- ACTIVITY
Answer with the exact lines of the following material from the one containing "bridge_pitch = 49.0" through the one containing "outline of a", both end lines included.

- DATASET ENTRIES
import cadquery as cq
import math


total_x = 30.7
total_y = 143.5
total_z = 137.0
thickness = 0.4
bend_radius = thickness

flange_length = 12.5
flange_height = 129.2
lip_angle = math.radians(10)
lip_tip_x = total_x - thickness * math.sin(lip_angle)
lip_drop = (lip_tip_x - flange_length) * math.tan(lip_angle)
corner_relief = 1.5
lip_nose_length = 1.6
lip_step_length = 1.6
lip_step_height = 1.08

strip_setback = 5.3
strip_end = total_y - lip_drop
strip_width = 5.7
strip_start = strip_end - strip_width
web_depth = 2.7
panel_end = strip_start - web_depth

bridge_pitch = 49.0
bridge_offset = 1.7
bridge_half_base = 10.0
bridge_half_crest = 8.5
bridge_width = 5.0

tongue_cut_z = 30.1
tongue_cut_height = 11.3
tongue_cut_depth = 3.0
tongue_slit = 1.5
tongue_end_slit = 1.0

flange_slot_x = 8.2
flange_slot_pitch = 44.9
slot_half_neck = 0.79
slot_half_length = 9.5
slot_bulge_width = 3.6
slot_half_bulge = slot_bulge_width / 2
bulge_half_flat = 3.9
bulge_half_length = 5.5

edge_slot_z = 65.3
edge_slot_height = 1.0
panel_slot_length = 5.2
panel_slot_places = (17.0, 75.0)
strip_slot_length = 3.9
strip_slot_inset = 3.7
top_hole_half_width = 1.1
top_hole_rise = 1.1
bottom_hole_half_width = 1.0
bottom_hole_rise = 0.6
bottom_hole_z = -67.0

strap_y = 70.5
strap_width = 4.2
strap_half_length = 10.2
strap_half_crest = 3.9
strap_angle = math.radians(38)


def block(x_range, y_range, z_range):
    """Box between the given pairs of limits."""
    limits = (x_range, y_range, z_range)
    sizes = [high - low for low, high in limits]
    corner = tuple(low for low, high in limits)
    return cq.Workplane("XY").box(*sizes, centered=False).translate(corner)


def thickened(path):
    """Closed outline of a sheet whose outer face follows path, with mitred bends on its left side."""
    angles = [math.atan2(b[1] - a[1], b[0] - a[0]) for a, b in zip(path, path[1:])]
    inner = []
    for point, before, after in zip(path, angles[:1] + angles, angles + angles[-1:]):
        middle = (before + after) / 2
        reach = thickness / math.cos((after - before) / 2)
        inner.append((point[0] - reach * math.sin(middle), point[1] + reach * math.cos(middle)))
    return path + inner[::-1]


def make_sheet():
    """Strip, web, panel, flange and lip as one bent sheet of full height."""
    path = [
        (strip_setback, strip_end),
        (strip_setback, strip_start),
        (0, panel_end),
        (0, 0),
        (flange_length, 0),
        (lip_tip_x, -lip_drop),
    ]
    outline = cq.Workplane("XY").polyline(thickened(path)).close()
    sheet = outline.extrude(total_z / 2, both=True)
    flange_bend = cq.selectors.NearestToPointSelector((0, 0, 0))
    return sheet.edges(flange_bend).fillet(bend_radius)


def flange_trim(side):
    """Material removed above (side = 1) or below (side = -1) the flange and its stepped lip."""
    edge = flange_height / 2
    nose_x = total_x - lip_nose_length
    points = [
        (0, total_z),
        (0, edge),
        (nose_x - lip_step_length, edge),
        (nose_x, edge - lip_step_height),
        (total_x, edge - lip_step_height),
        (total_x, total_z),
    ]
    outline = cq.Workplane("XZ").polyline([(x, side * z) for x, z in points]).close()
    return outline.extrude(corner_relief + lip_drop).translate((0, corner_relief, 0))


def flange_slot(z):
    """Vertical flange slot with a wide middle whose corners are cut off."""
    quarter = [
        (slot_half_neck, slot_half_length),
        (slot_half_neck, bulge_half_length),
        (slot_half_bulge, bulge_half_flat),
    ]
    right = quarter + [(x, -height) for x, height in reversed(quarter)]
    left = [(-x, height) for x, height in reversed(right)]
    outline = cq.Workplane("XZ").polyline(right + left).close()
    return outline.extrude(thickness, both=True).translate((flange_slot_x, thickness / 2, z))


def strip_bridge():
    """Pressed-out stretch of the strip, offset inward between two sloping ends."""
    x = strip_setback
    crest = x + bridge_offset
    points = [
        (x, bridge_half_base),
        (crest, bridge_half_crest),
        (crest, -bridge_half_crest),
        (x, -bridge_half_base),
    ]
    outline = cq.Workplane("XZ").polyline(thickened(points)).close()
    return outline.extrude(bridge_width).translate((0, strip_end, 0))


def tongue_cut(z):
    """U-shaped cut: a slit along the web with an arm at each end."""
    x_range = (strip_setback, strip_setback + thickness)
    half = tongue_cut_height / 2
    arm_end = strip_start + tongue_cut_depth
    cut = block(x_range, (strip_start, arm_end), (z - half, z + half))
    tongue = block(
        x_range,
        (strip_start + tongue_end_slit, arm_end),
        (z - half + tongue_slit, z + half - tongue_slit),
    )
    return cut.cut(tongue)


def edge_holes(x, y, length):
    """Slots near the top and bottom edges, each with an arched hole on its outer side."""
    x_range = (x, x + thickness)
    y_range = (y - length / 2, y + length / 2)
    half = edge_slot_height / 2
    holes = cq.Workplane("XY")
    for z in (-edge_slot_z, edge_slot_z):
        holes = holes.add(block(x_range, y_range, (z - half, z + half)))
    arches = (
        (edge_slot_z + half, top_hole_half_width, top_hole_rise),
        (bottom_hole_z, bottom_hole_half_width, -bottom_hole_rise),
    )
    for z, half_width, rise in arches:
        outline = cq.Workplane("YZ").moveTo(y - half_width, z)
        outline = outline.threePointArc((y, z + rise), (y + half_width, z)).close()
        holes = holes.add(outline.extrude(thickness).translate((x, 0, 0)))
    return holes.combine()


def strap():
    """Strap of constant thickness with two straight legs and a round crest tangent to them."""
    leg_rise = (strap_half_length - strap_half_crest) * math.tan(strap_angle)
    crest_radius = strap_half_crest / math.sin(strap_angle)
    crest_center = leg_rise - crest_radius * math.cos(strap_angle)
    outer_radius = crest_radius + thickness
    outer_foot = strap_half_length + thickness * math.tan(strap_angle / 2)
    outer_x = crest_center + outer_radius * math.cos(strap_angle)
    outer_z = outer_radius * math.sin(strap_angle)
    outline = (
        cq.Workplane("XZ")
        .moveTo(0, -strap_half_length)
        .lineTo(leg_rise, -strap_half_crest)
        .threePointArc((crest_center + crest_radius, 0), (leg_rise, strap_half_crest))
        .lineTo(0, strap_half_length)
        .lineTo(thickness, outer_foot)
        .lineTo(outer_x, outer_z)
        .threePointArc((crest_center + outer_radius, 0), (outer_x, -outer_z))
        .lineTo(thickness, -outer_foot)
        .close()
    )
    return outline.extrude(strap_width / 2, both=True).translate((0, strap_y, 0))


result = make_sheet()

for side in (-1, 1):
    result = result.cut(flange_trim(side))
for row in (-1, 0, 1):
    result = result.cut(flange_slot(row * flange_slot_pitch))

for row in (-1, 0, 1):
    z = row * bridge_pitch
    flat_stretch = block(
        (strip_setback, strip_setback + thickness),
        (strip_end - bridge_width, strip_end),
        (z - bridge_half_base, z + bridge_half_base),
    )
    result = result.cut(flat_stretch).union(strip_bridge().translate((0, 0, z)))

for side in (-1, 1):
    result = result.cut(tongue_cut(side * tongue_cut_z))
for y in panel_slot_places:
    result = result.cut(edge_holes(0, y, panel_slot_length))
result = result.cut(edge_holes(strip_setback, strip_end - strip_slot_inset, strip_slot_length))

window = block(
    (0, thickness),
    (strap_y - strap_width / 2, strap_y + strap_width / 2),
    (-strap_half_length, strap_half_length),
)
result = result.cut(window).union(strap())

--

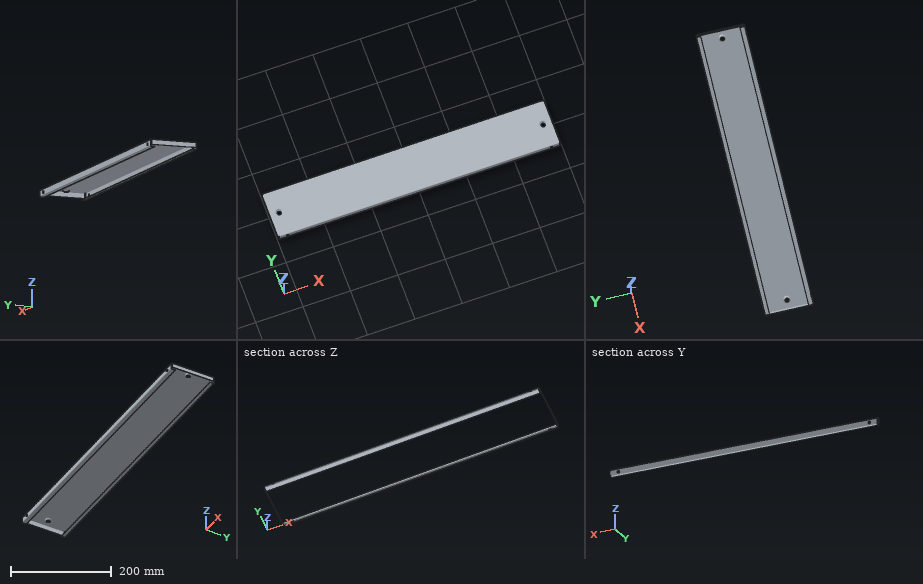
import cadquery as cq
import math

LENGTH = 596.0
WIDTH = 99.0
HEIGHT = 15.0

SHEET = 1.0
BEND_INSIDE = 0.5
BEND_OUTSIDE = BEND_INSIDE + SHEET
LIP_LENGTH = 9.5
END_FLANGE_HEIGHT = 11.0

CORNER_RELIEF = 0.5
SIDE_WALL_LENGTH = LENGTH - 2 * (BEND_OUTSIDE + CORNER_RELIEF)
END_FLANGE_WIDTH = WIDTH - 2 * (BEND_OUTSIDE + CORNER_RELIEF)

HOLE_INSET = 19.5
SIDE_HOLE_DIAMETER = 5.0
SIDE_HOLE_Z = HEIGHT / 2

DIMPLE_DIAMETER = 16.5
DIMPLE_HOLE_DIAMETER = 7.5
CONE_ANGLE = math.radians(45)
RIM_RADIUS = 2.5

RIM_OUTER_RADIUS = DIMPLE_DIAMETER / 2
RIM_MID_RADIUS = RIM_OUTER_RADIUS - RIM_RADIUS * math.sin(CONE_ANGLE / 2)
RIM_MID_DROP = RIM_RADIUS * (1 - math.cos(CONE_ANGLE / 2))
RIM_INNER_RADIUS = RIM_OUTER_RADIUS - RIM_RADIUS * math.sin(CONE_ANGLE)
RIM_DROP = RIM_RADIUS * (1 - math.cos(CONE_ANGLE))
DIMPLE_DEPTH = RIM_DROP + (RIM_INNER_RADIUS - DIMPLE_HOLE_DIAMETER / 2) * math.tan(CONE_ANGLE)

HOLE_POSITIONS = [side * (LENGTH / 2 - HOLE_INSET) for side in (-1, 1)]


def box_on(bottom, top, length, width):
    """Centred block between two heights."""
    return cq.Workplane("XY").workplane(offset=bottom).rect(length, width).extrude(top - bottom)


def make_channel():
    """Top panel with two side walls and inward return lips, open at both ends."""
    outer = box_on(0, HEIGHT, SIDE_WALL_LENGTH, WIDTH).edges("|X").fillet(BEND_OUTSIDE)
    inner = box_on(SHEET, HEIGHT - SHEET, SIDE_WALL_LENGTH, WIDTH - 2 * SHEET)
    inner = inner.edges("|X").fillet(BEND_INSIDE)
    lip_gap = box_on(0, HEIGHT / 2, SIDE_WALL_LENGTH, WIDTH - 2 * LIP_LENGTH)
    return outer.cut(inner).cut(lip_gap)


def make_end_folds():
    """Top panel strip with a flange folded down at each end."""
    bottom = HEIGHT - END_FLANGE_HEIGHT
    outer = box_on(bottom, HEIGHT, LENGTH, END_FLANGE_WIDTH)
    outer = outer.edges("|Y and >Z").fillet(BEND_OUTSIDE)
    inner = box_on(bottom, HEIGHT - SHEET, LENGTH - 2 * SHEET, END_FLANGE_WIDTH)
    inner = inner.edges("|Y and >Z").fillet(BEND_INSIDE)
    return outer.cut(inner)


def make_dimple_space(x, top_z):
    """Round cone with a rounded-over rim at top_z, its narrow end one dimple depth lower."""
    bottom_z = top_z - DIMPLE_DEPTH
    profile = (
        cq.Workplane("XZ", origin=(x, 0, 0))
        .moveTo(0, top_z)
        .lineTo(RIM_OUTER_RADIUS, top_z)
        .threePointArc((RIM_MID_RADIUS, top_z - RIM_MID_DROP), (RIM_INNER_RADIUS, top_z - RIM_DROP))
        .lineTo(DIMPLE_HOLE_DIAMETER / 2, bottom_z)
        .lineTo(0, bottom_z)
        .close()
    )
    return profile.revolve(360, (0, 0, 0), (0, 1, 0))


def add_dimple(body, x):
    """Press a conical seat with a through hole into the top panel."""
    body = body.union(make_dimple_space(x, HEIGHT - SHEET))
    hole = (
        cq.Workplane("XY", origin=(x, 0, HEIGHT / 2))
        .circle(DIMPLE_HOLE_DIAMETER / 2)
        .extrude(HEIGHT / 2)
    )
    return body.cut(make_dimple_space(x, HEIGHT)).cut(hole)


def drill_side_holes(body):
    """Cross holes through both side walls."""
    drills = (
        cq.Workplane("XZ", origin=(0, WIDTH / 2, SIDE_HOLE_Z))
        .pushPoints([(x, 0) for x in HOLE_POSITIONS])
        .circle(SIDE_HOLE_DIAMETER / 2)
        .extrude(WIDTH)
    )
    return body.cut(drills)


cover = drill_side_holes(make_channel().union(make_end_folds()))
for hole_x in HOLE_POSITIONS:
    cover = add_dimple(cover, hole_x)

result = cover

* * *

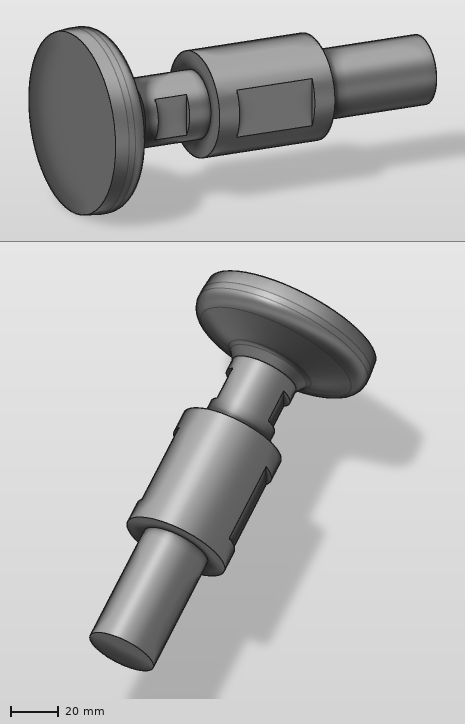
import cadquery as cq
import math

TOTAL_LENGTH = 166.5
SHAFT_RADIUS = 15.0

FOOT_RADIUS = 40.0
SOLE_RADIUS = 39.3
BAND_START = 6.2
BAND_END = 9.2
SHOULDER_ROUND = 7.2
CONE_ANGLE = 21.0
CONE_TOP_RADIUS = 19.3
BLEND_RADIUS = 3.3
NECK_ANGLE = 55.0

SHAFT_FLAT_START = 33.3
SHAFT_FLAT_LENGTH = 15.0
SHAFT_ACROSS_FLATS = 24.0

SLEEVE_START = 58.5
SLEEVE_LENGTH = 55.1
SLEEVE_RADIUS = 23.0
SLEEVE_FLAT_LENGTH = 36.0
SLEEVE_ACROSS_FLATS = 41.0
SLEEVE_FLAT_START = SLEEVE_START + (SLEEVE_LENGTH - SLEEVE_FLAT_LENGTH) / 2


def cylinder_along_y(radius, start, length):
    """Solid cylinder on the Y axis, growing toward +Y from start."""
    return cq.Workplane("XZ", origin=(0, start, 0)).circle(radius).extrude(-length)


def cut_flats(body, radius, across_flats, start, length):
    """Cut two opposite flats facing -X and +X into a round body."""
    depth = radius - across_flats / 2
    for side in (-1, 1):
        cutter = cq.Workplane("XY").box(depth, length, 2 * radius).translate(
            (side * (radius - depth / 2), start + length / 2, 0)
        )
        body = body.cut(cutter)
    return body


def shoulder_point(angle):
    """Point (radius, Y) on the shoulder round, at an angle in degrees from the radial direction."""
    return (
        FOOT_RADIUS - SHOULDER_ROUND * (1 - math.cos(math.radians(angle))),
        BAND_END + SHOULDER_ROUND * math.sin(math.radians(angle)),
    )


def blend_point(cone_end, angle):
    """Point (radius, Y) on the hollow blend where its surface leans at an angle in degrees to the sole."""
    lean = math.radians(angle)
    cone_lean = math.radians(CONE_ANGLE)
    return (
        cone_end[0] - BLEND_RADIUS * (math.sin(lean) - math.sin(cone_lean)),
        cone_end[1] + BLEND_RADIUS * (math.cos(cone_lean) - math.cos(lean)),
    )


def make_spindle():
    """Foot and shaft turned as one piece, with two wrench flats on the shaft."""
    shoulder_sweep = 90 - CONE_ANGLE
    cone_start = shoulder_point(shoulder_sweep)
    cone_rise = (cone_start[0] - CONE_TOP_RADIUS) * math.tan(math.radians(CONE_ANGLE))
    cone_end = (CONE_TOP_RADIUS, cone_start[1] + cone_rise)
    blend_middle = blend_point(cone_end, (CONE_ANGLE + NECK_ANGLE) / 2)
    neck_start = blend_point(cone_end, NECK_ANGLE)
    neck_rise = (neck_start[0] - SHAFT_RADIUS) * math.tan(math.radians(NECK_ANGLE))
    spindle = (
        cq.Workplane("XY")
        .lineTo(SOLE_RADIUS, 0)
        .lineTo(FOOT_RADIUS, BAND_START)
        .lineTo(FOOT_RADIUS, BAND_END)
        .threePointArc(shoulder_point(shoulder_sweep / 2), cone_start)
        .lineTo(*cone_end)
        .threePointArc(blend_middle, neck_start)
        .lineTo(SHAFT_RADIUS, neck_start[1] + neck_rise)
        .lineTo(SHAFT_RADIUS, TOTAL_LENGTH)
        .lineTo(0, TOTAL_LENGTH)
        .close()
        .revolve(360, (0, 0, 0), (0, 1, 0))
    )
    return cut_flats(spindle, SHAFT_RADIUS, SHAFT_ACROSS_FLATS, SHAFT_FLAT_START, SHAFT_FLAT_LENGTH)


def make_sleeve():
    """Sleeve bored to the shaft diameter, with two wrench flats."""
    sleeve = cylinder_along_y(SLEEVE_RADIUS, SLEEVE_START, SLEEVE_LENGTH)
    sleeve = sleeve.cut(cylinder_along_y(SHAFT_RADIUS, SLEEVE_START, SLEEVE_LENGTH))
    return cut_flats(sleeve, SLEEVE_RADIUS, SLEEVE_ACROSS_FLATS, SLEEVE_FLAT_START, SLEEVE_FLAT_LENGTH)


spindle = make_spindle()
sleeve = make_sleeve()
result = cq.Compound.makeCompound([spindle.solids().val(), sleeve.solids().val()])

- RESPONSE AREA
bridge_pitch = 49.0
bridge_offset = 1.7
bridge_half_base = 10.0
bridge_half_crest = 8.5
bridge_width = 5.0

tongue_cut_z = 30.1
tongue_cut_height = 11.3
tongue_cut_depth = 3.0
tongue_slit = 1.5
tongue_end_slit = 1.0

flange_slot_x = 8.2
flange_slot_pitch = 44.9
slot_half_neck = 0.79
slot_half_length = 9.5
slot_bulge_width = 3.6
slot_half_bulge = slot_bulge_width / 2
bulge_half_flat = 3.9
bulge_half_length = 5.5

edge_slot_z = 65.3
edge_slot_height = 1.0
panel_slot_length = 5.2
panel_slot_places = (17.0, 75.0)
strip_slot_length = 3.9
strip_slot_inset = 3.7
top_hole_half_width = 1.1
top_hole_rise = 1.1
bottom_hole_half_width = 1.0
bottom_hole_rise = 0.6
bottom_hole_z = -67.0

strap_y = 70.5
strap_width = 4.2
strap_half_length = 10.2
strap_half_crest = 3.9
strap_angle = math.radians(38)


def block(x_range, y_range, z_range):
    """Box between the given pairs of limits."""
    limits = (x_range, y_range, z_range)
    sizes = [high - low for low, high in limits]
    corner = tuple(low for low, high in limits)
    return cq.Workplane("XY").box(*sizes, centered=False).translate(corner)


def thickened(path):
    """Closed outline of a sheet whose outer face follows path, with mitred bends on its left side."""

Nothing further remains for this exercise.